Input for this task:
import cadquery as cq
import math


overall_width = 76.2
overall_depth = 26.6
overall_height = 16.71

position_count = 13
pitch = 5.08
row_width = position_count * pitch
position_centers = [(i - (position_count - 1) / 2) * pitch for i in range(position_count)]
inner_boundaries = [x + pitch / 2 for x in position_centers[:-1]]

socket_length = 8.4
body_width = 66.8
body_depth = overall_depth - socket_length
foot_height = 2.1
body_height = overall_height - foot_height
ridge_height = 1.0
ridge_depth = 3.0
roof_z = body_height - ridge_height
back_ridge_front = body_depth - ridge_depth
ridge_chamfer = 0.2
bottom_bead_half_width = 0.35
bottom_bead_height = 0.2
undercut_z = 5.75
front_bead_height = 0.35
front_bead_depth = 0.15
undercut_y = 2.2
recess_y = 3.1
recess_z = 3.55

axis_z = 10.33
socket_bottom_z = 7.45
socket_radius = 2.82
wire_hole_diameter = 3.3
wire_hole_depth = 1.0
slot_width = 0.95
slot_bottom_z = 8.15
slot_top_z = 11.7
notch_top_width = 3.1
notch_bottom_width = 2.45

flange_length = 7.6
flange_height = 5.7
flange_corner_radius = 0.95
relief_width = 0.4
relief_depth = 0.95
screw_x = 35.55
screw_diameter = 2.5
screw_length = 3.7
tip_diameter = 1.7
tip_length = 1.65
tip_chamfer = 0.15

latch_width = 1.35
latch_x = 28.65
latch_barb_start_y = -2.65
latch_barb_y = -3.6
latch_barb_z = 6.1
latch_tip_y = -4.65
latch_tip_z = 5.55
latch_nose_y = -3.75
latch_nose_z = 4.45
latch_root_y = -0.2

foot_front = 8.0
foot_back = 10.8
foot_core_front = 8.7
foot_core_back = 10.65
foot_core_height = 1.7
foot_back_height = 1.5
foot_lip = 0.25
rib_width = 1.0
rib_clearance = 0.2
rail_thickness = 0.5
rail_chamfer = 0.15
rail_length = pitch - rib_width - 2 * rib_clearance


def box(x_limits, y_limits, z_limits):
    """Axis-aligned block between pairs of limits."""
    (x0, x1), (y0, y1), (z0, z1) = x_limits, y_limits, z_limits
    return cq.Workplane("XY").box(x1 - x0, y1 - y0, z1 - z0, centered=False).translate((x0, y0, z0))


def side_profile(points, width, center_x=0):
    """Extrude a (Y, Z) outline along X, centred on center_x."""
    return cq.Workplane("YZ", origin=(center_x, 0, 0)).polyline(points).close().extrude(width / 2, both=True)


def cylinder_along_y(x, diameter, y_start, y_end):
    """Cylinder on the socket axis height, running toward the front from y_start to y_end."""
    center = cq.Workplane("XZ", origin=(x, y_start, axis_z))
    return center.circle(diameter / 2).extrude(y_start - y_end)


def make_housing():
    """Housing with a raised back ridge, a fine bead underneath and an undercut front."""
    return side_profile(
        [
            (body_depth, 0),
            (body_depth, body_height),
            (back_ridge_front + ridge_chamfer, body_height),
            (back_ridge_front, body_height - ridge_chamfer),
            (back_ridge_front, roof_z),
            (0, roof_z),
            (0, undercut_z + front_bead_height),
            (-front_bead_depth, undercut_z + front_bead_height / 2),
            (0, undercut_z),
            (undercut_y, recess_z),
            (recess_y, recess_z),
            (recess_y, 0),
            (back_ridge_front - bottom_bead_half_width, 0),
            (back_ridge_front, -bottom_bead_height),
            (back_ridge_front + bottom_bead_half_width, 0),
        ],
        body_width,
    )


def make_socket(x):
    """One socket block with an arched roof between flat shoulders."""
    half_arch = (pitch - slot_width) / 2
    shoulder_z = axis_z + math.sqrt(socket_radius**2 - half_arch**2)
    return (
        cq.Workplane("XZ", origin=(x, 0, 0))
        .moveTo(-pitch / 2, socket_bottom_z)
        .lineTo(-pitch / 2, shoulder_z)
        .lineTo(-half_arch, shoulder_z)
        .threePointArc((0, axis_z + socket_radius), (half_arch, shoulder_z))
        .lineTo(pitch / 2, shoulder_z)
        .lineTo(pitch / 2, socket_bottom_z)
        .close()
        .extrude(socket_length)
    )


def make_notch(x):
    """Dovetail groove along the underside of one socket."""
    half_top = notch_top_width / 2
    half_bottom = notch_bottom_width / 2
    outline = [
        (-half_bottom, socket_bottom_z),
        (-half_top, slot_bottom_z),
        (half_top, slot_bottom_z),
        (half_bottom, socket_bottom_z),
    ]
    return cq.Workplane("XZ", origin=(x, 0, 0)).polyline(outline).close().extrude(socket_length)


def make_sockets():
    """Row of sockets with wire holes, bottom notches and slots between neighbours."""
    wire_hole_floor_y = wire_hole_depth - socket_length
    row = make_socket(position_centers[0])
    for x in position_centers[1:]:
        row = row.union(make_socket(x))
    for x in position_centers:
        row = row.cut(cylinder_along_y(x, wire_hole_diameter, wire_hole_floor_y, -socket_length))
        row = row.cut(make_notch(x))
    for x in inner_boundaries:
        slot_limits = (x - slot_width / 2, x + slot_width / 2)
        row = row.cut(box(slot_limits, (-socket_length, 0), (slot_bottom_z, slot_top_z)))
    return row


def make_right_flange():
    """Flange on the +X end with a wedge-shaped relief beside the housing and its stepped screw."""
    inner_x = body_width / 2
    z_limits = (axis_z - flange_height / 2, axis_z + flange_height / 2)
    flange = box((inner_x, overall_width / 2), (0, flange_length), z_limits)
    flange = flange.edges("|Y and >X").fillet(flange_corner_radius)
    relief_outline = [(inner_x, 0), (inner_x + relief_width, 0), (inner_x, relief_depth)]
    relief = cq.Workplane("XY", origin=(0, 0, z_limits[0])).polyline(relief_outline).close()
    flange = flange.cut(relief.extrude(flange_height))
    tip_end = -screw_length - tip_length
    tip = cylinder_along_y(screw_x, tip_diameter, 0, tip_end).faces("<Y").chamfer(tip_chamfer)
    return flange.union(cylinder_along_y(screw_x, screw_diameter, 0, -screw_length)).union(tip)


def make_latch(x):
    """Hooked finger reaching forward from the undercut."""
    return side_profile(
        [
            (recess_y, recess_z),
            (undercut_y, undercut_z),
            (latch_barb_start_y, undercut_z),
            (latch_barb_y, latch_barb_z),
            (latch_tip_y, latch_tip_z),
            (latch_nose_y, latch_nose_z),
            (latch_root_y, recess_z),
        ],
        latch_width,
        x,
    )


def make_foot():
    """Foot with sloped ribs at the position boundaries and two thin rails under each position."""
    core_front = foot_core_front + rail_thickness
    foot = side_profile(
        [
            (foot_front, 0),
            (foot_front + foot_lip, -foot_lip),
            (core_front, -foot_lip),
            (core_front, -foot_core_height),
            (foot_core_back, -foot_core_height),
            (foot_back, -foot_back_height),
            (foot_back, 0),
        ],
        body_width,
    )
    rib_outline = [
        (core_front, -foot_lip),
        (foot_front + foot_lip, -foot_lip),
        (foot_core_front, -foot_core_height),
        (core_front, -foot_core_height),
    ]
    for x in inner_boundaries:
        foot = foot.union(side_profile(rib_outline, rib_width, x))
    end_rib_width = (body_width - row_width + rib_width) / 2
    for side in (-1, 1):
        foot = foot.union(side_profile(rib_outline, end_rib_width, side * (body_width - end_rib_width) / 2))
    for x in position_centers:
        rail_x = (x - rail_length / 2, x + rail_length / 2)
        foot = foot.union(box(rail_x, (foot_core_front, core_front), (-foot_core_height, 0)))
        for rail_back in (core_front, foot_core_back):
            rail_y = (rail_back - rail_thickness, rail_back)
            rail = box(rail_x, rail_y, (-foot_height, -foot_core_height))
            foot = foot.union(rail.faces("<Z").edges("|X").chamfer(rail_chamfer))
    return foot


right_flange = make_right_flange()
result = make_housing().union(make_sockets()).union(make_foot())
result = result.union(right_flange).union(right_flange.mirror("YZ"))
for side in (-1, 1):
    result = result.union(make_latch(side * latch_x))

What the exercise asks: Retype only the stretch of lines above starting at the one with "flange = flange.cut(relief.extrude(flange_height))" and stopping at the one with "rail_x = (x", exactly as written, with both kept.

Task answer:
    flange = flange.cut(relief.extrude(flange_height))
    tip_end = -screw_length - tip_length
    tip = cylinder_along_y(screw_x, tip_diameter, 0, tip_end).faces("<Y").chamfer(tip_chamfer)
    return flange.union(cylinder_along_y(screw_x, screw_diameter, 0, -screw_length)).union(tip)


def make_latch(x):
    """Hooked finger reaching forward from the undercut."""
    return side_profile(
        [
            (recess_y, recess_z),
            (undercut_y, undercut_z),
            (latch_barb_start_y, undercut_z),
            (latch_barb_y, latch_barb_z),
            (latch_tip_y, latch_tip_z),
            (latch_nose_y, latch_nose_z),
            (latch_root_y, recess_z),
        ],
        latch_width,
        x,
    )


def make_foot():
    """Foot with sloped ribs at the position boundaries and two thin rails under each position."""
    core_front = foot_core_front + rail_thickness
    foot = side_profile(
        [
            (foot_front, 0),
            (foot_front + foot_lip, -foot_lip),
            (core_front, -foot_lip),
            (core_front, -foot_core_height),
            (foot_core_back, -foot_core_height),
            (foot_back, -foot_back_height),
            (foot_back, 0),
        ],
        body_width,
    )
    rib_outline = [
        (core_front, -foot_lip),
        (foot_front + foot_lip, -foot_lip),
        (foot_core_front, -foot_core_height),
        (core_front, -foot_core_height),
    ]
    for x in inner_boundaries:
        foot = foot.union(side_profile(rib_outline, rib_width, x))
    end_rib_width = (body_width - row_width + rib_width) / 2
    for side in (-1, 1):
        foot = foot.union(side_profile(rib_outline, end_rib_width, side * (body_width - end_rib_width) / 2))
    for x in position_centers:
        rail_x = (x - rail_length / 2, x + rail_length / 2)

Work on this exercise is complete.